The Journal of Biochemistry ◽

10.1093/jb/mvaa059 ◽

2020 ◽

Vol 168 (6) ◽

pp. 575-588

Author(s):

Patrycja Rachubik ◽

Maria Szrejder ◽

Irena Audzeyenka ◽

Dorota Rogacka ◽

Michał Rychłowski ◽

...

Keyword(s):

Actin Cytoskeleton ◽

High Glucose ◽

Principal Component ◽

Glomerular Permeability ◽

Filtration Barrier ◽

Vasp Phosphorylation ◽

High Insulin ◽

Cytoskeleton Dynamics ◽

Regulation Of Actin Cytoskeleton

Abstract Podocytes, the principal component of the glomerular filtration barrier, regulate glomerular permeability to albumin via their contractile properties. Both insulin- and high glucose (HG)-dependent activation of protein kinase G type Iα (PKGIα) cause reorganization of the actin cytoskeleton and podocyte disruption. Vasodilator-stimulated phosphoprotein (VASP) is a substrate for PKGIα and involved in the regulation of actin cytoskeleton dynamics. We investigated the role of the PKGIα/VASP pathway in the regulation of podocyte permeability to albumin. We evaluated changes in high insulin- and/or HG-induced transepithelial albumin flux in cultured rat podocyte monolayers. Expression of PKGIα and downstream proteins was confirmed by western blot and immunofluorescence.
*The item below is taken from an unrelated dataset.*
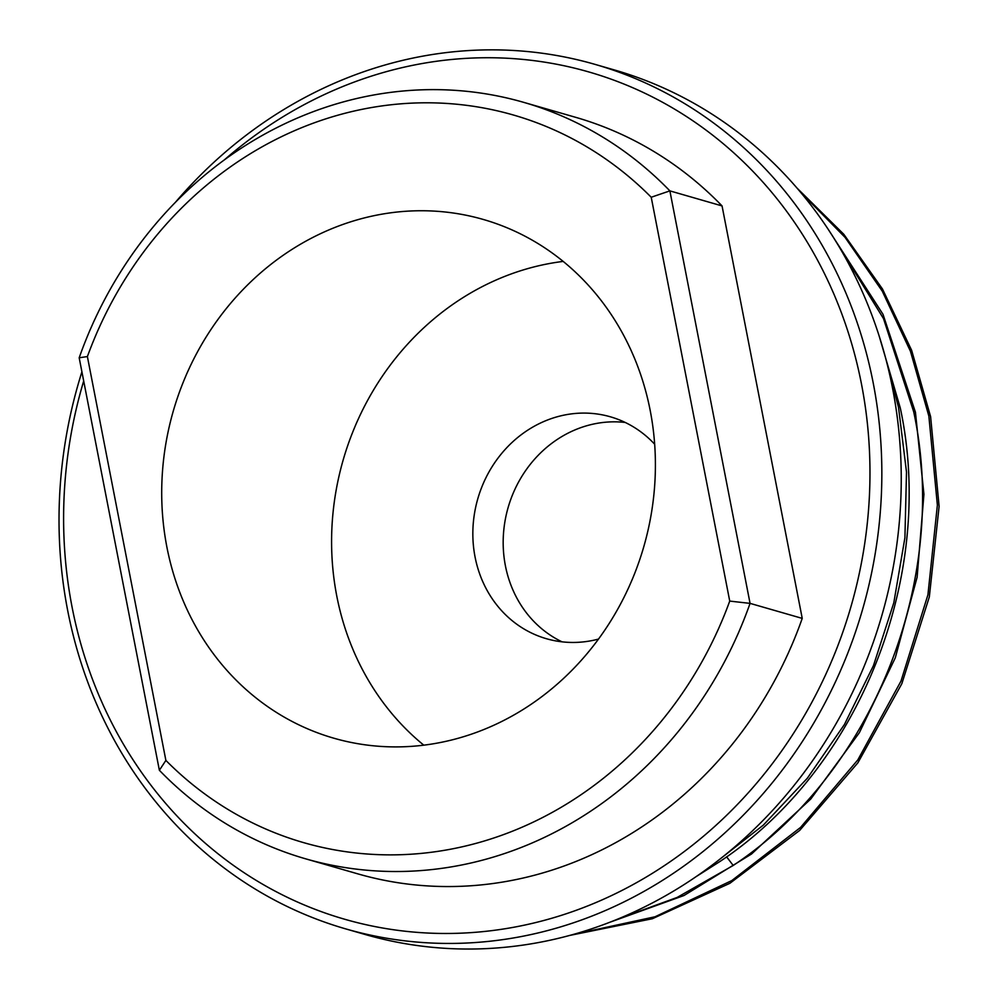 <?xml version="1.0" encoding="UTF-8"?>
<svg xmlns="http://www.w3.org/2000/svg" width="999" height="999" viewBox="0 0 999 999"><rect width="100%" height="100%" fill="white"/><g stroke="black" fill="none" stroke-linecap="round" stroke-linejoin="round"><path stroke-width="1.5" d="M697.04 876.061L719.767 861.613C859.465 769.093 936.463 576.386 900.274 407.904L879.12 335.901M885.901 359.103L898.526 407.392L906.505 472.052L904.919 537.724L893.805 602.772L873.476 665.559L844.417 724.512L807.417 778.134L763.361 825.099L713.411 864.222M828.433 229.683L883.004 314.323L915.446 412.275L923.925 494.293L917.119 577.222L895.304 657.779L859.365 732.692L810.801 798.988L751.523 854.008L684.003 895.504L610.938 921.865M833.178 237.038L883.491 318.581L913.698 411.763C949.849 580.269 872.976 772.839 733.191 865.484L677.185 897.414L617.594 919.192M796.99 188.049L843.805 234.29L882.454 288.973L911.637 350.324L930.606 416.633L939.11 506.393L929.332 596.903L901.835 683.703L857.866 762.849L799.625 830.469L729.919 883.278L652.372 918.73L570.229 935.326M573.713 934.352L655.044 916.77L731.842 880.556L800.549 827.434L857.816 759.902L900.973 681.143L927.921 594.842L937.374 505.119L928.87 416.133L910.476 351.336L882.292 291.184L845.054 237.362L799.837 191.408M594.979 64.361L614.397 69.955A449.875 408.054 106.1 0 1 892.594 388.449A449.875 408.054 106.1 0 1 365.309 934.54L345.904 928.945A449.875 408.054 -73.9 0 0 873.188 382.854A449.875 408.054 -73.9 0 0 594.979 64.361A449.875 408.054 -73.9 0 0 175.437 202.285M81.918 371.815A449.875 408.054 -73.9 0 0 345.904 928.945M224.513 159.753A440.871 399.887 106.1 0 1 861.488 384.091A440.871 399.887 106.1 0 1 444.38 933.478A440.871 399.887 106.1 0 1 83.691 380.956M159.365 770.266A393.643 357.043 -73.9 0 0 305.657 858.828L357.829 873.863A393.643 357.043 -73.9 0 0 802.234 618.393L722.052 205.919A393.643 357.043 -73.9 0 0 575.774 117.358L523.601 102.323A393.643 357.043 -73.9 0 0 79.183 357.792L159.365 770.266A5046.299 1927.695 -96 0 0 165.884 760.414A378.646 343.444 -73.9 0 0 729.732 601.086L651.223 197.253A378.646 343.444 -73.9 0 0 87.388 356.568L165.884 760.414M722.052 205.919L669.879 190.884A393.643 357.043 -73.9 0 0 523.601 102.323M802.234 618.393L750.062 603.371L669.879 190.884A5046.311 4545.475 53 0 0 651.223 197.253M79.183 357.792A5046.286 1927.683 84 0 1 87.388 356.568M305.657 858.828A393.643 357.043 -73.9 0 0 750.062 603.371A5046.311 4545.475 -127 0 1 729.732 601.086M358.166 219.58A269.917 244.83 106.1 0 1 483.279 219.455A269.917 244.83 106.1 0 1 643.818 546.603A269.917 244.83 106.1 0 1 333.828 738.199A269.917 244.83 106.1 0 1 162.025 479.083A269.917 244.83 106.1 0 1 358.166 219.58M563.174 261.413A269.917 244.83 -73.9 0 0 528.046 268.519A269.917 244.83 -73.9 0 0 338.411 478.796A269.917 244.83 -73.9 0 0 423.813 745.179M598.526 639.073A115.472 104.733 106.1 0 1 546.465 638.723A115.472 104.733 106.1 0 1 477.797 498.776A115.472 104.733 106.1 0 1 610.401 416.808A115.472 104.733 106.1 0 1 654.657 444.218M562 641.82A115.472 104.733 106.1 0 1 508.129 507.517A115.472 104.733 106.1 0 1 625.199 422.452M726.61 856.83L733.204 865.484"/></g></svg>

We demonstrate that insulin and HG induce changes in the podocyte contractile apparatus via PKGIα-dependent regulation of the VASP phosphorylation state, increase VASP colocalization with PKGIα, and alter the subcellular localization of these proteins in podocytes. Moreover, VASP was implicated in the insulin- and HG-dependent dynamic remodelling of the actin cytoskeleton and, consequently, increased podocyte permeability to albumin under hyperinsulinaemic and hyperglycaemic conditions. These results indicate that insulin- and HG-dependent regulation of albumin permeability is mediated by the PKGIα/VASP pathway in cultured rat podocytes. This molecular mechanism may explain podocytopathy and albuminuria in diabetes.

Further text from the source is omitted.